When the Second Continental Congress declared independence from the British crown on July 4, 1776, it would be another 15 years before the Founding Fathers adopted a constitution that enshrined the “free exercise” of religion.
But the yearning for that ideal – and the American distaste for established churches – had much earlier roots. In 1644, Rhode Island founder Roger Williams called for a “wall or hedge of separation” between the church and what he called “the wilderness of the world.” Five years later, Maryland’s General Assembly passed “An Act Concerning Religion,” which aimed to keep the peace among settlers of competing Christian faiths, at a time when Protestants and Catholics were killing each other back home in England.
The Toleration Act, as it became known, was a far cry from the First Amendment, and it only lasted about 50 years, says Anna Majeski, the Lilly Endowment curator of religious history for the Maryland Center for History and Culture in Baltimore.
Why We Wrote This
In the mid-1600s, Maryland settlers pioneered a form of religious liberty, in part, as a way to bring in more settlers. Their Toleration Act didn’t last, but its spirit is present in America’s founding documents.
Even so, the act still had the power to inspire European settlers to reimagine how society could be built. It proposed and field-tested a new way of behavior that created, briefly, a safe space for religious expression for both Catholics and Protestants. While the act was repealed twice and reinstated twice, it provided a precedent that later inspired the First Amendment.
“The 1649 act is the opening of a 200-year argument about religious liberty,” says Fatimah Fanusie, a religious historian and director of the Civic Leaders Fellowship program at the Institute for Islamic, Christian, and Jewish Studies in Baltimore. “It has progressive language within it, but it also has religious exclusions for non-Trinitarian Christians, Unitarians, and Jews.”

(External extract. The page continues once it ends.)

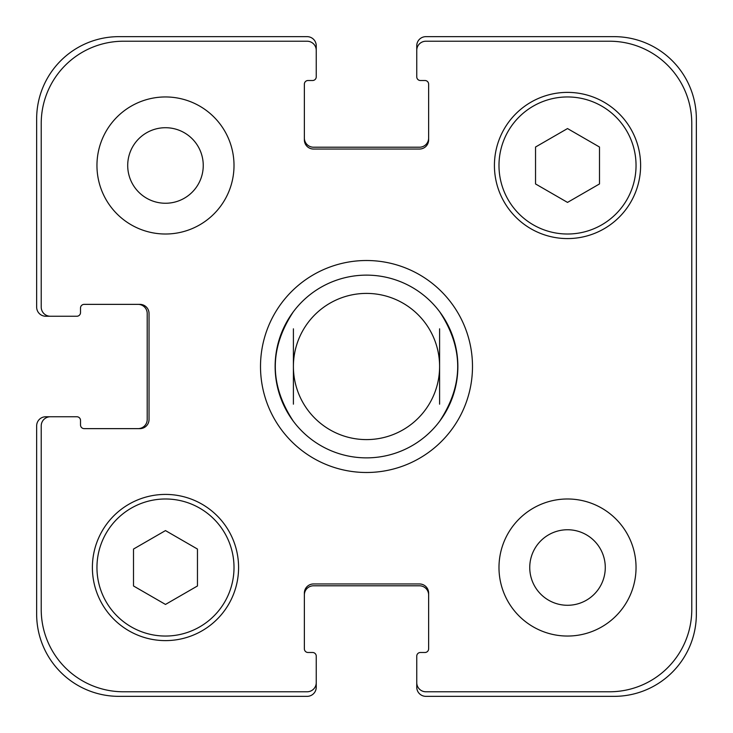 <?xml version="1.0" encoding="UTF-8"?>
<svg xmlns="http://www.w3.org/2000/svg" width="733" height="733" viewBox="0 0 733 733"><rect width="100%" height="100%" fill="white"/><g stroke="black" fill="none" stroke-linecap="round" stroke-linejoin="round"><path stroke-width="1.1" d="M293.402 421.319A91.368 91.368 0 0 0 366.5 457.868A91.368 91.368 0 0 1 293.402 421.319C269.268 384.77 269.268 348.23 293.402 311.681A91.368 91.368 0 0 1 439.598 311.681C463.732 348.23 463.732 384.77 439.598 421.319A91.368 91.368 0 0 1 366.5 457.868A91.368 91.368 0 0 0 445.627 320.816A91.368 91.368 0 0 0 287.373 320.816A91.368 91.368 0 0 0 366.5 457.868A91.368 91.368 0 0 0 439.598 421.319M439.598 404.176L439.598 328.824M293.402 328.824L293.402 404.176M366.5 472.492A105.992 105.992 0 0 1 274.71 313.504A105.992 105.992 0 0 1 458.29 313.504A105.992 105.992 0 0 1 366.5 472.492M366.5 439.598A73.098 73.098 0 0 0 429.804 329.951A73.098 73.098 0 0 0 303.196 329.951A73.098 73.098 0 0 0 366.5 439.598M127.707 165.484A37.777 37.777 0 0 0 184.368 198.194A37.777 37.777 0 0 0 184.368 132.774A37.777 37.777 0 0 0 127.707 165.484M234.01 165.484A68.526 68.526 0 0 1 131.216 224.829A68.526 68.526 0 0 1 131.216 106.138A68.526 68.526 0 0 1 234.01 165.484M529.748 567.516A37.777 37.777 0 0 0 586.4 600.226A37.777 37.777 0 0 0 586.4 534.806A37.777 37.777 0 0 0 529.748 567.516M636.042 567.516A68.526 68.526 0 0 1 533.248 626.862A68.526 68.526 0 0 1 533.248 508.171A68.526 68.526 0 0 1 636.042 567.516M197.461 585.979L165.484 604.441L133.507 585.979L133.507 549.054L165.484 530.591L197.461 549.054L197.461 585.979M599.493 183.946L567.516 202.409L535.539 183.946L535.539 147.021L567.516 128.559L599.493 147.021L599.493 183.946M234.01 567.516A68.526 68.526 0 0 0 131.216 508.171A68.526 68.526 0 0 0 131.216 626.862A68.526 68.526 0 0 0 234.01 567.516M238.582 567.516A73.098 73.098 0 0 1 128.935 630.82A73.098 73.098 0 0 1 128.935 504.212A73.098 73.098 0 0 1 238.582 567.516M636.042 165.484A68.526 68.526 0 0 0 533.248 106.138A68.526 68.526 0 0 0 533.248 224.829A68.526 68.526 0 0 0 636.042 165.484M640.615 165.484A73.098 73.098 0 0 1 530.967 228.788A73.098 73.098 0 0 1 530.967 102.18A73.098 73.098 0 0 1 640.615 165.484M691.778 123.456A82.233 82.233 0 0 0 609.544 41.222L425.891 41.222A9.135 9.135 0 0 0 416.756 50.357L416.756 76.855A3.656 3.656 0 0 0 420.412 80.511L424.975 80.511A3.656 3.656 0 0 1 428.631 84.167L428.631 139.902A9.135 9.135 0 0 1 419.496 149.037L313.504 149.037A9.135 9.135 0 0 1 304.369 139.902L304.369 84.167A3.656 3.656 0 0 1 308.025 80.511L312.588 80.511A3.656 3.656 0 0 0 316.244 76.855L316.244 50.357A9.135 9.135 0 0 0 307.109 41.222L123.456 41.222A82.233 82.233 0 0 0 41.222 123.456L41.222 307.109A9.135 9.135 0 0 0 50.357 316.244L76.855 316.244A3.656 3.656 0 0 0 80.511 312.588L80.511 308.025A3.656 3.656 0 0 1 84.167 304.369L139.902 304.369A9.135 9.135 0 0 1 149.037 313.504L149.037 419.496A9.135 9.135 0 0 1 139.902 428.631L84.167 428.631A3.656 3.656 0 0 1 80.511 424.975L80.511 420.412A3.656 3.656 0 0 0 76.855 416.756L50.357 416.756A9.135 9.135 0 0 0 41.222 425.891L41.222 609.544A82.233 82.233 0 0 0 123.456 691.778L307.109 691.778A9.135 9.135 0 0 0 316.244 682.643L316.244 656.145A3.656 3.656 0 0 0 312.588 652.489L308.025 652.489A3.656 3.656 0 0 1 304.369 648.833L304.369 593.098A9.135 9.135 0 0 1 313.504 583.963L419.496 583.963A9.135 9.135 0 0 1 428.631 593.098L428.631 648.833A3.656 3.656 0 0 1 424.975 652.489L420.412 652.489A3.656 3.656 0 0 0 416.756 656.145L416.756 682.643A9.135 9.135 0 0 0 425.891 691.778L609.544 691.778A82.233 82.233 0 0 0 691.778 609.544L691.778 123.456M304.369 138.07A9.135 9.135 0 0 0 313.504 147.205L419.496 147.205A9.135 9.135 0 0 0 428.631 138.07M416.756 50.357L416.756 45.785A9.135 9.135 0 0 1 425.891 36.65L614.117 36.65A82.233 82.233 0 0 1 696.35 118.883L696.35 614.117A82.233 82.233 0 0 1 614.117 696.35L425.891 696.35A9.135 9.135 0 0 1 416.756 687.215L416.756 682.643M428.631 594.93A9.135 9.135 0 0 0 419.496 585.795L313.504 585.795A9.135 9.135 0 0 0 304.369 594.93M316.244 682.643L316.244 687.215A9.135 9.135 0 0 1 307.109 696.35L118.883 696.35A82.233 82.233 0 0 1 36.65 614.117L36.65 425.891A9.135 9.135 0 0 1 45.785 416.756L50.357 416.756M138.07 428.631A9.135 9.135 0 0 0 147.205 419.496L147.205 313.504A9.135 9.135 0 0 0 138.07 304.369M50.357 316.244L45.785 316.244A9.135 9.135 0 0 1 36.65 307.109L36.65 118.883A82.233 82.233 0 0 1 118.883 36.65L307.109 36.65A9.135 9.135 0 0 1 316.244 45.785L316.244 50.357"/></g></svg>

Professor Fanusie says that free expression was a powerful concept that outlived the 17th-century restrictions of who qualified for religious liberty, just as the broader concept of liberty outlived the 18th-century limitations imposed when the Founding Fathers wrote that “all men are created equal.”
“We’re still having that 200-year argument today, but I do think we have moved significantly beyond the types of exclusions – at least legally – that existed in the 17th century,” Professor Fanusie says. Over time, those who were excluded from religious protection “helped to create the climate that produced the Declaration of Independence and Constitution.”
One major hurdle was that each of the 13 Colonies had its own dominant churches, with Puritans and Congregationalists in New England, the Church of England in the mid-Atlantic states, and Baptists farther south. Maryland’s experiments in religious tolerance sounded great on paper, but proved difficult to enforce in people’s behavior.
“This was an experiment born out of pragmatism,” says Dr. Majeski. Maryland’s founders, brothers Cecil Calvert (the second Lord Baltimore) and Leonard Calvert, were Catholics and wanted to create a haven for Catholics from persecution back in England.
“They knew they needed people of other faiths to populate the colony. The only way to do that was tolerance.”
With the arrival of settlers in 1635, St. Mary’s City became a bustling town of inns and trading posts and taverns. It was a port town on the Chesapeake Bay, where ships would offload goods from Europe and take away the colony’s biggest cash crop, tobacco. It was also the home of the provincial governor. Today, this spot is an archaeological site, where excavators brush and trowel away the dust of time, sifting the soil for artifacts. Elsewhere, Historic St. Mary’s City is slowly taking form. Private donations have rebuilt the city’s chapel, a scattering of inns, and the State House, where the General Assembly met until the capital was moved to Annapolis in 1694.
By today’s standards, the Toleration Act would be considered deeply flawed. It only protected religious practices for Trinitarian Christians who followed “the father, sonne, and holy Ghost.” Those of other faiths, including Quakers, Unitarians, Jews, and followers of Native American faiths, enjoyed no such protection.
The act also proved unable to prevent the civil wars back in England from reaching Maryland’s shores. In 1654, after Puritan Parliamentarian Oliver Cromwell toppled King Charles I, Puritan settlers in Maryland toppled their provincial government and rescinded the Toleration Act. The pendulum swung back and forth between Catholics and Protestants over the next four decades, until it was rescinded for a final time in 1692.
Peter Friesen, director of education at Historic St. Mary’s City, says that Marylanders celebrate the role their state had in establishing the concept of religious freedom in the Colonies, but tend to forget the Toleration Act was made null and void multiple times.
“To me, it’s always important to remind people that rights can come and rights can go,” Mr. Friesen says. “It’s up to us to keep our rights and to fight for them and to be diligent with our rights, because as soon as you take them from other people, then it’s easier to take them from more people.”